Skylar Meade was hired as South Carolina’s pitching coach nearly a month after the Gamecocks wrapped fall practices. The 2018 regular season begins in February.
It’s a unique situation that doesn’t come with a handbook, Meade admitted Tuesday afternoon at Founders Park. The 33-year-old is in midst of a crash course in getting to know his players before he positions them for real competition.
“You just got to roll with the punches and figure it out,” Meade told a crowd of reporters.
Meade officially became Jerry Meyers’ replacement last Monday. He’s beginning to settle in Columbia after three successful years at Michigan State.
Meade’s résumé made him a solid choice. The former Louisville pitcher has been a pitching coach for a decade, climbing from Eastern Illinois to Middle Tennessee State to MSU.
In the release that announced Meade’s hire, first-year USC coach Mark Kingston noted his “proven track record of leading his staff to achieve at an elite level, including the third-best ERA in the NCAA in 2016.”
Pitching is a question mark for Carolina this spring. The Gamecocks lost two weekend starters and their top three relievers from a season ago.
Enter Meade, whose Spartans carded a 3.45 earned run average under his tutelage. Michigan State in 2016 set a school record with 466 strikeouts.

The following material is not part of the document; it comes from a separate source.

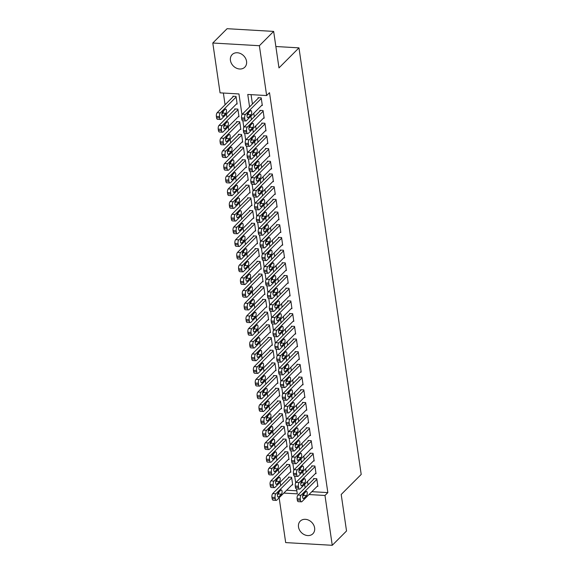 <?xml version="1.0" encoding="UTF-8"?>
<svg xmlns="http://www.w3.org/2000/svg" width="574" height="574" viewBox="0 0 574 574"><rect width="100%" height="100%" fill="white"/><g stroke="black" fill="none" stroke-linecap="round" stroke-linejoin="round"><path stroke-width="0.86" d="M246.547 61.339A8.926 7.268 44.9 0 1 244.811 67.18A8.926 7.268 44.9 0 1 236.337 68.127A8.926 7.268 44.9 0 1 230.439 60.406A8.926 7.268 44.9 0 1 232.176 54.573A8.926 7.268 44.9 0 1 240.649 53.626A8.926 7.268 44.9 0 1 246.547 61.339M314.617 527.908A8.926 7.268 44.9 0 1 312.88 533.748A8.926 7.268 44.9 0 1 304.399 534.695A8.926 7.268 44.9 0 1 298.502 526.975A8.926 7.268 44.9 0 1 300.238 521.142A8.926 7.268 44.9 0 1 308.719 520.195A8.926 7.268 44.9 0 1 314.617 527.908M241.977 114.7L238.949 93.942L220.064 92.845L212.796 43.014L227.082 28.7L273.654 31.405L278.978 67.904L298.968 47.857L361.204 474.44L341.207 494.479L346.531 530.986L332.253 545.3L285.68 542.595L279.143 497.773M278.534 493.626L278.412 492.765L278.828 492.786M278.907 492.262L278.412 492.765M223.372 93.038L225.08 104.777M226.436 114.039L226.931 117.469M228.287 126.732L228.789 130.169M230.138 139.425L230.64 142.861M231.989 152.124L232.492 155.561M233.84 164.817L234.343 168.254M235.692 177.517L236.194 180.953M237.543 190.209L238.045 193.646M239.394 202.909L239.896 206.346M241.252 215.602L241.747 219.038M243.103 228.301L243.606 231.738M244.954 240.994L245.457 244.431M246.806 253.694L247.308 257.123M248.657 266.386L249.159 269.823M250.508 279.079L251.01 282.516M252.359 291.779L252.861 295.215M254.217 304.471L254.713 307.908M256.069 317.171L256.571 320.608M257.92 329.863L258.422 333.3M259.771 342.563L260.273 346M261.622 355.256L262.124 358.693M263.473 367.956L263.975 371.385M265.324 380.648L265.827 384.085M267.183 393.341L267.678 396.778M269.034 406.04L269.536 409.477M270.885 418.733L271.387 422.17M272.736 431.433L273.238 434.87M274.587 444.125L275.089 447.562M276.438 456.825L276.941 460.262M278.29 469.518L278.792 472.954M280.141 482.217L280.643 485.647M261.629 105.451L262.318 105.487L261.206 97.874L258.056 97.688L258.149 98.326M263.48 118.144L264.169 118.187L263.057 110.567L259.914 110.387L260 111.019M265.339 130.843L266.02 130.879L264.908 123.267L261.766 123.08L261.859 123.719M267.19 143.536L267.871 143.579L266.759 135.959L263.617 135.78L263.71 136.411M269.041 156.236L269.723 156.272L268.618 148.652L265.468 148.472L265.561 149.104M270.892 168.928L271.581 168.971L270.469 161.351L267.319 161.165L267.412 161.803M272.743 181.621L273.432 181.664L272.32 174.044L269.17 173.865L269.263 174.496M274.594 194.321L275.283 194.356L274.171 186.744L271.021 186.557L271.115 187.196M276.446 207.013L277.134 207.056L276.022 199.436L272.88 199.257L272.966 199.888M278.304 219.713L278.986 219.749L277.873 212.136L274.731 211.95L274.824 212.588M280.155 232.405L280.837 232.448L279.725 224.829L276.582 224.649L276.675 225.281M282.006 245.105L282.688 245.141L281.583 237.528L278.433 237.342L278.526 237.98M283.857 257.798L284.546 257.841L283.434 250.221L280.284 250.042L280.377 250.673M285.709 270.498L286.397 270.533L285.285 262.914L282.135 262.734L282.229 263.366M287.56 283.19L288.248 283.233L287.136 275.613L283.987 275.427L284.08 276.065M289.411 295.883L290.1 295.926L288.987 288.306L285.838 288.126L285.931 288.758M291.262 308.582L291.951 308.618L290.839 301.006L287.696 300.819L287.782 301.458M293.12 321.275L293.802 321.318L292.69 313.698L289.547 313.519L289.64 314.15M294.971 333.975L295.653 334.011L294.541 326.398L291.398 326.211L291.492 326.85M296.823 346.667L297.504 346.71L296.399 339.091L293.249 338.911L293.343 339.543M298.674 359.367L299.363 359.403L298.25 351.79L295.101 351.604L295.194 352.242M300.525 372.06L301.214 372.103L300.102 364.483L296.952 364.303L297.045 364.935M302.376 384.759L303.065 384.795L301.953 377.175L298.803 376.996L298.896 377.635M304.227 397.452L304.916 397.495L303.804 389.875L300.661 389.689L300.747 390.327M306.086 410.152L306.767 410.188L305.655 402.568L302.512 402.388L302.606 403.02M307.937 422.844L308.618 422.887L307.506 415.267L304.363 415.081L304.457 415.719M309.788 435.537L310.469 435.58L309.364 427.96L306.215 427.781L306.308 428.412M311.639 448.237L312.328 448.272L311.216 440.66L308.066 440.473L308.159 441.112M313.49 460.929L314.179 460.972L313.067 453.352L309.917 453.173L310.01 453.804M315.341 473.629L316.03 473.665L314.918 466.052L311.768 465.866L311.861 466.504M292.023 484.865L292.704 484.901L291.592 477.281L288.449 477.102L288.543 477.733M290.164 472.165L290.853 472.208L289.741 464.588L286.598 464.402L286.684 465.04M288.313 459.473L289.002 459.509L287.89 451.896L284.74 451.709L284.833 452.348M286.462 446.773L287.151 446.816L286.039 439.196L282.889 439.017L282.982 439.648M284.611 434.08L285.3 434.116L284.187 426.504L281.038 426.317L281.131 426.956M282.76 421.381L283.441 421.424L282.336 413.804L279.186 413.624L279.28 414.256M280.908 408.688L281.59 408.724L280.478 401.111L277.335 400.925L277.429 401.563M279.057 395.988L279.739 396.031L278.627 388.411L275.484 388.232L275.577 388.863M277.199 383.296L277.888 383.332L276.776 375.719L273.633 375.532L273.719 376.171M275.348 370.596L276.037 370.639L274.924 363.019L271.775 362.84L271.868 363.471M273.497 357.903L274.185 357.946L273.073 350.327L269.923 350.14L270.017 350.779M271.646 345.211L272.334 345.247L271.222 337.627L268.072 337.447L268.166 338.079M269.794 332.511L270.483 332.554L269.371 324.934L266.221 324.755L266.314 325.386M267.943 319.818L268.625 319.854L267.52 312.242L264.37 312.055L264.463 312.694M266.092 307.119L266.774 307.162L265.662 299.542L262.519 299.363L262.612 299.994M264.234 294.426L264.923 294.462L263.81 286.849L260.668 286.663L260.761 287.301M262.383 281.726L263.071 281.769L261.959 274.15L258.809 273.97L258.903 274.602M260.531 269.034L261.22 269.07L260.108 261.457L256.958 261.27L257.052 261.909M258.68 256.334L259.369 256.377L258.257 248.757L255.107 248.578L255.2 249.209M256.829 243.641L257.518 243.685L256.406 236.065L253.256 235.878L253.349 236.517M254.978 230.949L255.66 230.985L254.555 223.365L251.405 223.186L251.498 223.817M253.127 218.249L253.808 218.292L252.696 210.672L249.554 210.493L249.647 211.124M251.276 205.557L251.957 205.592L250.845 197.98L247.703 197.793L247.796 198.432M249.417 192.857L250.106 192.9L248.994 185.28L245.851 185.101L245.937 185.732M247.566 180.164L248.255 180.2L247.143 172.587L243.993 172.401L244.086 173.039M245.715 167.465L246.404 167.508L245.292 159.888L242.142 159.708L242.235 160.34M243.864 154.772L244.553 154.808L243.441 147.195L240.291 147.009L240.384 147.647M242.013 142.072L242.702 142.115L241.589 134.495L238.44 134.316L238.533 134.947M240.162 129.38L240.843 129.423L239.731 121.803L236.588 121.616L236.682 122.255M238.31 116.687L238.992 116.723L237.88 109.103L234.737 108.924L234.831 109.555M286.677 490.218L296.844 490.806M236.452 103.987L237.141 104.03L236.029 96.41L232.886 96.224L232.979 96.862M311.854 491.674L327.84 492.607L269.5 92.687L266.645 95.549L247.76 94.459L249.582 106.915M251.06 94.645L252.438 104.052M253.787 113.315L254.289 116.752M255.638 126.007L256.14 129.444M257.489 138.707L257.991 142.144M259.34 151.4L259.843 154.837M261.192 164.099L261.694 167.536M263.05 176.792L263.545 180.229M264.901 189.492L265.403 192.929M266.752 202.184L267.254 205.621M268.603 214.884L269.106 218.314M270.454 227.577L270.957 231.013M272.306 240.269L272.808 243.706M274.157 252.969L274.659 256.406M276.008 265.662L276.51 269.098M277.866 278.361L278.361 281.798M279.717 291.054L280.22 294.491M281.569 303.754L282.071 307.19M283.42 316.446L283.922 319.883M285.271 329.146L285.773 332.576M287.122 341.839L287.624 345.275M288.973 354.531L289.475 357.968M290.831 367.231L291.327 370.668M292.683 379.923L293.185 383.36M294.534 392.623L295.036 396.06M296.385 405.316L296.887 408.753M298.236 418.016L298.738 421.452M300.087 430.708L300.589 434.145M301.938 443.408L302.441 446.845M303.797 456.1L304.292 459.537M305.648 468.8L306.15 472.23M307.499 481.493L308.001 484.93M317.192 486.321L317.881 486.365L316.769 478.745L313.619 478.565L313.713 479.197M298.968 47.857L275.857 46.516M273.654 31.405L259.376 45.719L266.645 95.549M212.796 43.014L259.376 45.719M327.84 492.607L324.984 495.47L332.253 545.3M308.999 494.544L324.984 495.47M250.931 116.178L251.434 119.614M252.782 128.87L253.285 132.307M254.634 141.57L255.136 145.007M256.485 154.263L256.987 157.699M258.336 166.962L258.838 170.399M260.187 179.655L260.689 183.092M262.045 192.355L262.54 195.791M263.897 205.047L264.399 208.484M265.748 217.747L266.25 221.184M267.599 230.439L268.101 233.876M269.45 243.139L269.952 246.569M271.301 255.832L271.803 259.269M273.152 268.524L273.654 271.961M275.011 281.224L275.506 284.661M276.862 293.917L277.364 297.354M278.713 306.616L279.215 310.053M280.564 319.309L281.066 322.746M282.415 332.009L282.917 335.446M284.266 344.701L284.769 348.138M286.117 357.401L286.62 360.831M287.976 370.094L288.471 373.531M289.827 382.786L290.329 386.223M291.678 395.486L292.18 398.923M293.529 408.179L294.031 411.615M295.38 420.878L295.883 424.315M297.232 433.571L297.734 437.008M299.083 446.271L299.585 449.707M300.934 458.963L301.436 462.4M302.792 471.663L303.287 475.093M304.643 484.356L305.146 487.792M283.821 493.08L297.289 493.862L296.579 488.969M295.689 482.877L294.727 476.269M293.838 470.178L292.876 463.577M291.987 457.485L291.018 450.877M290.135 444.785L289.167 438.184M288.277 432.093L287.316 425.485M286.426 419.4L285.465 412.792M284.575 406.701L283.613 400.092M282.724 394.008L281.762 387.4M280.873 381.308L279.911 374.707M279.021 368.616L278.053 362.007M277.17 355.916L276.202 349.315M275.312 343.223L274.35 336.615M273.461 330.524L272.499 323.923M271.61 317.831L270.648 311.223M269.758 305.138L268.797 298.53M267.907 292.439L266.946 285.83M266.056 279.746L265.088 273.138M264.205 267.046L263.236 260.445M262.354 254.354L261.385 247.746M260.496 241.654L259.534 235.053M258.644 228.961L257.683 222.353M256.793 216.262L255.832 209.661M254.942 203.569L253.981 196.961M253.091 190.877L252.129 184.268M251.24 178.177L250.271 171.569M249.389 165.484L248.42 158.876M247.53 152.784L246.569 146.183M245.679 140.092L244.718 133.484M243.828 127.392L242.867 120.791M317.788 485.726L301.967 501.59A2.791 1.191 93.3 0 1 301.436 501.834A2.791 1.191 93.3 0 1 300.453 500.198L300.267 498.928A2.791 1.191 93.3 0 1 301.041 495.24L316.862 479.383M314.308 478.601L297.892 495.061L301.041 495.24M303.854 498.39A2.231 0.954 -86.7 0 1 303.431 498.584A2.231 0.954 -86.7 0 1 302.598 496.797A2.231 0.954 -86.7 0 1 303.266 494.322L306.007 491.574A2.231 0.954 -86.7 0 1 306.43 491.38A2.231 0.954 -86.7 0 1 307.255 493.166A2.231 0.954 -86.7 0 1 306.595 495.635L303.854 498.39L303.029 498.34M304.105 493.482A2.231 0.954 -86.7 0 1 303.452 495.455L302.606 496.302M301.436 501.834L298.286 501.654A2.791 1.191 -86.7 0 1 297.303 500.011L297.124 498.749A2.791 1.191 -86.7 0 1 297.892 495.061M289.131 477.138L272.715 493.597A2.791 1.191 -86.7 0 0 271.947 497.285L272.133 498.555A2.791 1.191 -86.7 0 0 273.109 500.191L276.259 500.377A2.791 1.191 93.3 0 0 276.79 500.126L292.611 484.269M276.259 500.377A2.791 1.191 93.3 0 1 275.276 498.734L275.089 497.464A2.791 1.191 93.3 0 1 275.864 493.784L291.685 477.92M277.429 494.838L278.275 493.992A2.231 0.954 93.3 0 0 278.928 492.018M278.677 496.926L281.418 494.178A2.231 0.954 93.3 0 0 282.085 491.703A2.231 0.954 93.3 0 0 281.253 489.916A2.231 0.954 93.3 0 0 280.829 490.117L278.089 492.865A2.231 0.954 93.3 0 0 277.429 495.333A2.231 0.954 93.3 0 0 278.254 497.12A2.231 0.954 93.3 0 0 278.677 496.926L277.852 496.876M315.937 473.033L300.116 488.897A2.791 1.191 93.3 0 1 299.585 489.141A2.791 1.191 93.3 0 1 298.602 487.498L298.415 486.235A2.791 1.191 93.3 0 1 299.19 482.547L315.011 466.684M312.457 465.909L296.041 482.368L299.19 482.547M302.003 485.69A2.231 0.954 -86.7 0 1 301.58 485.891A2.231 0.954 -86.7 0 1 300.747 484.104A2.231 0.954 -86.7 0 1 301.407 481.629L304.155 478.881A2.231 0.954 -86.7 0 1 304.579 478.68A2.231 0.954 -86.7 0 1 305.404 480.467A2.231 0.954 -86.7 0 1 304.744 482.942L302.003 485.69L301.178 485.64M302.254 480.782A2.231 0.954 -86.7 0 1 301.601 482.763L300.754 483.602M299.585 489.141L296.435 488.955A2.791 1.191 -86.7 0 1 295.452 487.319L295.266 486.049A2.791 1.191 -86.7 0 1 296.041 482.368M314.086 460.334L298.265 476.198A2.791 1.191 93.3 0 1 297.727 476.442A2.791 1.191 93.3 0 1 296.751 474.806L296.564 473.536A2.791 1.191 93.3 0 1 297.332 469.855L313.16 453.991M310.606 453.209L294.189 469.668L297.332 469.855M300.152 472.998A2.231 0.954 -86.7 0 1 299.728 473.191A2.231 0.954 -86.7 0 1 298.896 471.405A2.231 0.954 -86.7 0 1 299.556 468.929L302.297 466.181A2.231 0.954 -86.7 0 1 302.728 465.988A2.231 0.954 -86.7 0 1 303.553 467.774A2.231 0.954 -86.7 0 1 302.893 470.25L300.152 472.998L299.327 472.947M300.403 468.09A2.231 0.954 -86.7 0 1 299.743 470.063L298.903 470.91M297.727 476.442L294.584 476.262A2.791 1.191 -86.7 0 1 293.601 474.626L293.414 473.356A2.791 1.191 -86.7 0 1 294.189 469.668M312.234 447.641L296.406 463.505A2.791 1.191 93.3 0 1 295.875 463.749A2.791 1.191 93.3 0 1 294.9 462.113L294.713 460.843A2.791 1.191 93.3 0 1 295.481 457.155L311.309 441.291M308.755 440.516L292.338 456.976L295.481 457.155M298.301 460.298A2.231 0.954 -86.7 0 1 297.87 460.499A2.231 0.954 -86.7 0 1 297.045 458.712A2.231 0.954 -86.7 0 1 297.705 456.237L300.446 453.489A2.231 0.954 -86.7 0 1 300.876 453.295A2.231 0.954 -86.7 0 1 301.702 455.074A2.231 0.954 -86.7 0 1 301.041 457.55L298.301 460.298L297.476 460.255M298.552 455.39A2.231 0.954 -86.7 0 1 297.892 457.37L297.052 458.21M295.875 463.749L292.733 463.57A2.791 1.191 -86.7 0 1 291.75 461.926L291.563 460.657A2.791 1.191 -86.7 0 1 292.338 456.976M310.383 434.941L294.555 450.805A2.791 1.191 93.3 0 1 294.024 451.056A2.791 1.191 93.3 0 1 293.041 449.413L292.862 448.143A2.791 1.191 93.3 0 1 293.63 444.463L309.451 428.599M306.903 427.817L290.487 444.276L293.63 444.463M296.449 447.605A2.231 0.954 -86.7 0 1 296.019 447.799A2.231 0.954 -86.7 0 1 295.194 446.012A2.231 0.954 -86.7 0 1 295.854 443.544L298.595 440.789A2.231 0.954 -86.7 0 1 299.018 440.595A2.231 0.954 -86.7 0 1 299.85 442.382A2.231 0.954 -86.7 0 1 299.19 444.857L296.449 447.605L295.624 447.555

“I’m really big on presence and how you present yourself,” Meade said. “I think guys that carry themselves with the chest out and have the bravado, I think good things tend to happen to them, especially as pitchers.
“So we started talking about that as recently as yesterday in that meeting. So guys who are confident, that carry themselves a certain way, go about their business without screwing around, those are the kind of guys I certainly vibe with.
“That certainly doesn’t mean I’m not having a whole heck of a lot of fun. It’s a blast to be out there. All of the guys – not just the pitchers I’ve met – those guys carry themselves very, very well. They’re a humble group from what I can tell from phone conversations, meeting them in person, texting with different guys throughout the day.
“So I think they have the qualities needed to do the things we want to do here.”
Meade got his first taste of USC baseball last March when the Spartans dropped both games of a weekend series at Founders.
The park averaged a crowd of 6,838.
“To actually coach down here and see the atmosphere live and in person was outstanding,” Meade said. “So I felt like I had a real good impression and that was one of things that I think made things a little easier with our team at Michigan State, is them having played here.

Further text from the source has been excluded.